Del resto tutti quei movimenti che per comodità di discorso possiamo collocare nella prospettiva dell'esplosione della contestazione del 1968, ma che hanno radici ben più lontane, sia che si tratti di movimenti di origine studentesca o a partecipazione operaia, sia più in generale di contestazione di particolari istituzioni e che avevano fatto prendere corpo a speranze di rinnovamento affidate a veicoli extra-parlamentari, stanno dimostrando con il tempo la debolezza della loro ipotesi se pure mantengono la forza delle loro istanze. La "nuova sinistra" in tutte le sue accezioni e sfumature come la nuova linea politica, come movimento spontaneo collettivo, come agente di un processo rivoluzionario non sembra di per se costituire una alternativa alla "vecchia sinistra", quella per intendersi tradizionalmente organizzata nei partiti e nei sindacati operai.
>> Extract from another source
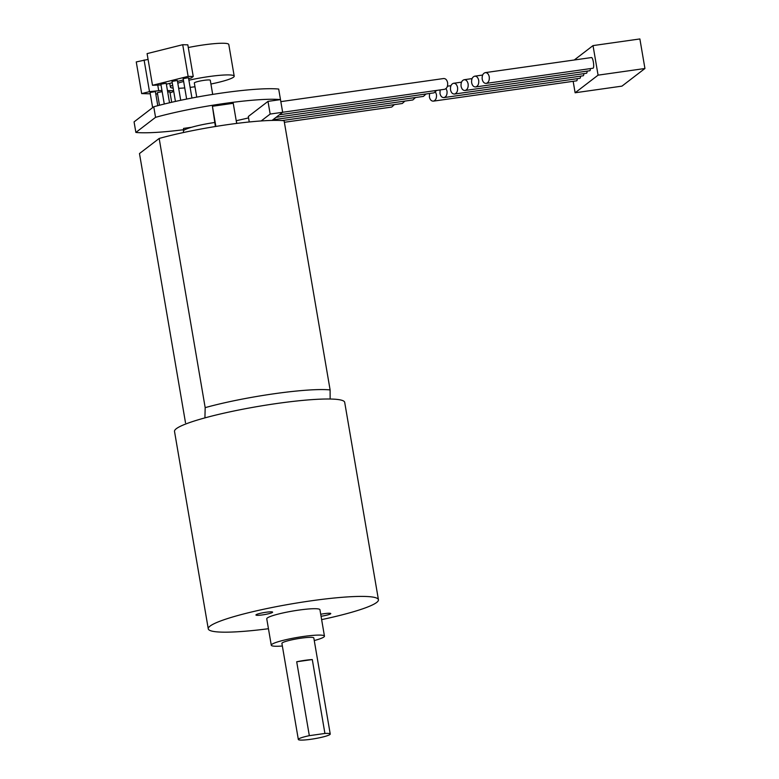 <?xml version="1.0" encoding="UTF-8"?>
<svg xmlns="http://www.w3.org/2000/svg" width="779" height="779" viewBox="0 0 779 779"><rect width="100%" height="100%" fill="white"/><g stroke="black" fill="none" stroke-linecap="round" stroke-linejoin="round"><path stroke-width="1.17" d="M330.14 399.023L330.111 389.919L284.101 120.726A80.928 9.893 -9.7 0 0 159.169 138.458L139.48 153.551L185.499 422.744M159.169 138.458L205.179 407.641L204.916 417.885M282.65 112.273L444.536 89.303C446.903 88.533 447.925 86.342 447.604 82.73C446.961 79.886 445.637 78.494 443.631 78.533L280.839 101.63M276.117 117.298L423.416 96.401L426.064 93.977M282.066 120.56L402.285 103.5L404.934 101.075M279.398 114.786L433.981 92.857L436.63 90.422M272.835 119.82L412.851 99.955L415.499 97.521M249.251 121.972L248.316 116.49L267.995 101.387L280.489 99.615L282.66 112.283L272.046 120.424M267.995 101.387L270.167 114.055L282.66 112.283M270.167 114.055L261.179 120.949M284.364 122.284L391.73 107.054L394.378 104.629M155.557 117.337A80.928 9.893 -9.7 0 1 280.489 99.615L278.687 89.059A80.928 9.893 -9.7 0 0 153.755 106.781L155.557 117.337L135.877 132.44A80.928 9.893 -9.7 0 0 183.289 129.752M248.559 117.892A80.928 9.893 -9.7 0 1 236.222 120.706M153.755 106.781L134.066 121.884L135.877 132.44M191.546 127.279L183.552 128.408L183.464 130.794M215.393 126.51L212.424 106.265L233.242 103.305L236.68 123.413M191.946 98.027L188.469 77.696L183.153 78.611L186.648 99.069M180.718 100.287L177.339 80.49L172.013 81.396L175.441 101.426M157.786 105.691L155.372 91.581L150.055 92.487L152.645 107.629M162.159 91.649L157.329 92.662L159.481 105.243M212.696 94.405L210.281 80.247A8.092 0.993 170.3 0 0 202.131 80.636A8.092 0.993 170.3 0 0 194.322 82.973L196.746 97.132M210.924 84.025A32.367 3.963 170.3 0 0 234.206 76.157A32.367 3.963 170.3 0 0 188.907 80.227M183.649 81.493A32.367 3.963 170.3 0 0 177.797 83.168M172.656 85.115A32.367 3.963 170.3 0 0 170.397 87.073A32.367 3.963 170.3 0 0 173.172 88.154M178.673 88.29A32.367 3.963 170.3 0 0 184.75 87.92M190.125 87.375A32.367 3.963 170.3 0 0 194.964 86.751M171.682 102.273L169.91 91.932L167.689 91.98M173.736 91.464L170.075 92.876M150.279 93.811L141.671 93.597L149.5 91.64L161.944 90.422M167.446 90.559L173.61 90.705M157.553 93.986L155.781 93.947M169.53 102.77L166.2 83.275L160.883 84.181L164.272 104.035M188.635 78.64L191.322 77.968L193.241 76.498L188.129 76.371L152.499 85.3L161.01 84.94M166.355 84.181L172.247 82.749M177.495 81.435L183.386 79.955M193.241 76.498L187.827 44.831L182.714 44.705L147.085 53.624L152.499 85.3M188.129 76.371L182.714 44.705M234.206 76.157L228.792 44.491A32.367 3.963 170.3 0 0 188.294 47.529M141.671 93.597L136.257 61.931L148.068 59.408M158.653 90.345L157.806 85.388M149.5 91.64L144.086 59.973M183.552 128.408L183.883 130.336M212.424 106.265L215.871 126.432M268.453 628.721A86.323 10.555 -9.7 0 1 208.266 628.828L174.515 431.43A86.323 10.555 -9.7 0 1 277.1 403.464A86.323 10.555 -9.7 0 1 344.698 402.344L378.438 599.742A86.323 10.555 -9.7 0 1 321.63 619.626M272.436 612.421A8.452 1.032 -9.7 0 1 263.497 614.758A8.452 1.032 -9.7 0 1 255.94 615.001A8.452 1.032 -9.7 0 1 264.1 612.557A8.452 1.032 -9.7 0 1 272.611 612.158A8.452 1.032 -9.7 0 1 272.436 612.421M320.714 614.261A8.452 1.032 -9.7 0 1 330.763 613.57A8.452 1.032 -9.7 0 1 330.588 613.842A8.452 1.032 -9.7 0 1 321.055 616.267M208.266 628.828A86.323 10.555 -9.7 0 1 310.85 600.862A86.323 10.555 -9.7 0 1 378.438 599.742M282.358 646.005A26.973 3.301 -9.7 0 1 271.277 645.226L266.759 618.838A26.973 3.301 -9.7 0 1 298.815 610.093A26.973 3.301 -9.7 0 1 319.945 609.743L324.453 636.131A26.973 3.301 -9.7 0 1 314.258 640.552M312.291 659.56A16.184 1.977 170.3 0 0 304.93 660.329A16.184 1.977 170.3 0 0 296.702 661.77L312.291 659.56L324.921 733.458A16.184 1.977 -9.7 0 1 330.238 734.013A16.184 1.977 -9.7 0 1 314.619 738.696A16.184 1.977 -9.7 0 1 298.328 739.466A16.184 1.977 -9.7 0 1 309.331 735.668L324.921 733.458M296.702 661.77L309.331 735.668M298.328 739.466L281.91 643.405A16.184 1.977 -9.7 0 1 301.142 638.167A16.184 1.977 -9.7 0 1 313.82 637.952L330.238 734.013M271.277 645.226A26.973 3.301 -9.7 0 1 303.333 636.482A26.973 3.301 -9.7 0 1 324.453 636.131M236.397 121.748A26.973 3.301 -9.7 0 1 236.582 122.04L236.806 123.403M183.63 132.488L183.396 131.125A26.973 3.301 -9.7 0 1 214.702 122.498M475.628 86.946C473.622 86.985 472.298 85.583 471.646 82.74C471.334 79.137 472.356 76.946 474.713 76.176C476.719 76.128 478.043 77.53 478.696 80.373C479.007 83.976 477.985 86.167 475.628 86.946L589.752 70.753A5.395 1.207 -98.1 0 0 590.404 68.61M454.498 94.045C452.502 94.084 451.177 92.682 450.525 89.838C450.204 86.235 451.226 84.044 453.592 83.275C455.588 83.226 456.913 84.629 457.565 87.472C457.886 91.085 456.864 93.266 454.498 94.045L583.189 75.787A5.395 1.207 -98.1 0 0 583.841 73.645M435.51 92.088L436.444 94.571C436.756 98.183 435.734 100.374 433.377 101.143L576.626 80.821A5.395 1.207 -98.1 0 0 577.278 78.679M446.075 88.533L447 91.026C447.321 94.629 446.299 96.82 443.933 97.589L579.907 78.299A5.395 1.207 -98.1 0 0 580.559 76.157M465.063 90.491C463.067 90.539 461.733 89.137 461.09 86.294C460.769 82.691 461.791 80.5 464.157 79.721C466.154 79.682 467.478 81.084 468.13 83.928C468.442 87.53 467.419 89.721 465.063 90.491L586.47 73.265A5.395 1.207 -98.1 0 0 587.123 71.123M486.184 83.392L593.033 68.231A5.395 1.207 -98.1 0 0 593.364 62.057A5.395 1.207 -98.1 0 0 591.514 57.549L485.278 72.622C487.274 72.583 488.599 73.986 489.251 76.829C489.572 80.432 488.55 82.623 486.184 83.392C484.187 83.441 482.863 82.038 482.211 79.195C481.899 75.582 482.922 73.401 485.278 72.622M573.159 81.308L575.116 92.769L598.077 75.154L593.023 45.601L574.25 60.002M575.116 92.769L621.963 86.128L644.934 68.503L639.88 38.95L593.023 45.601M433.377 101.143C431.371 101.182 430.047 99.78 429.395 96.937L429.58 93.48M443.933 97.589C441.936 97.638 440.612 96.236 439.96 93.392L440.145 89.926M644.934 68.503L598.077 75.154M205.179 407.641A80.928 9.893 -9.7 0 1 330.111 389.919M169.764 83.372L170.397 87.073M474.713 76.176L482.629 75.047M453.592 83.275L461.509 82.155M464.157 79.721L472.064 78.601M447.428 86.196L450.944 85.7"/></g></svg>

Il rapporto tra i due sistemi di fenomeni, sia che si compia un discorso a livello del sistema politico e partitico, sia a livello delle forze stru
tturali che li sottendono, è molto più complesso di una semplice contrapposizione.
Uno dei nodi che abbiamo cercato di approfondire in questo scritto, attraverso la ricostruzione storica delle vicende in Francia ed in Germania, è proprio il modo in cui questo rapporto si è svolto nel tempo, come i due momenti si sono intrecciati o contrapposti e quali ne sono le conseguenze che si possono trarre.
1.2. Il quadro generale europeo che abbiamo di fronte è riconducibile con sufficiente attendibilità ad un quadro unitario in cui situazioni e forze si presentano in forme abbastanza parallele.
Da una parte il mondo dell'Europa del centro e del nord con la Germania, i paesi scandinavi e la Gran Bretagna in cui la polarizzazione bipartitica o tendenzialmente bipartitica si fonda su uno schieramento conservatore (di stampo liberal-moderato nei paesi anglosassoni e scandinavi e di stampo confessionale-reazionario in Germania ed in Austria) ed uno schieramento progressista basato quasi esclusivamente sul movimento operaio inquadrato dalle socialdemocrazie. In questa area il Partito Comunista è pressoché assente, mentre i movimenti extra-parlamentari giocano un ruolo di propulsione ideale e sociale, divenendo talvolta centrali nella scena politica come nella Germania del 1967/1968.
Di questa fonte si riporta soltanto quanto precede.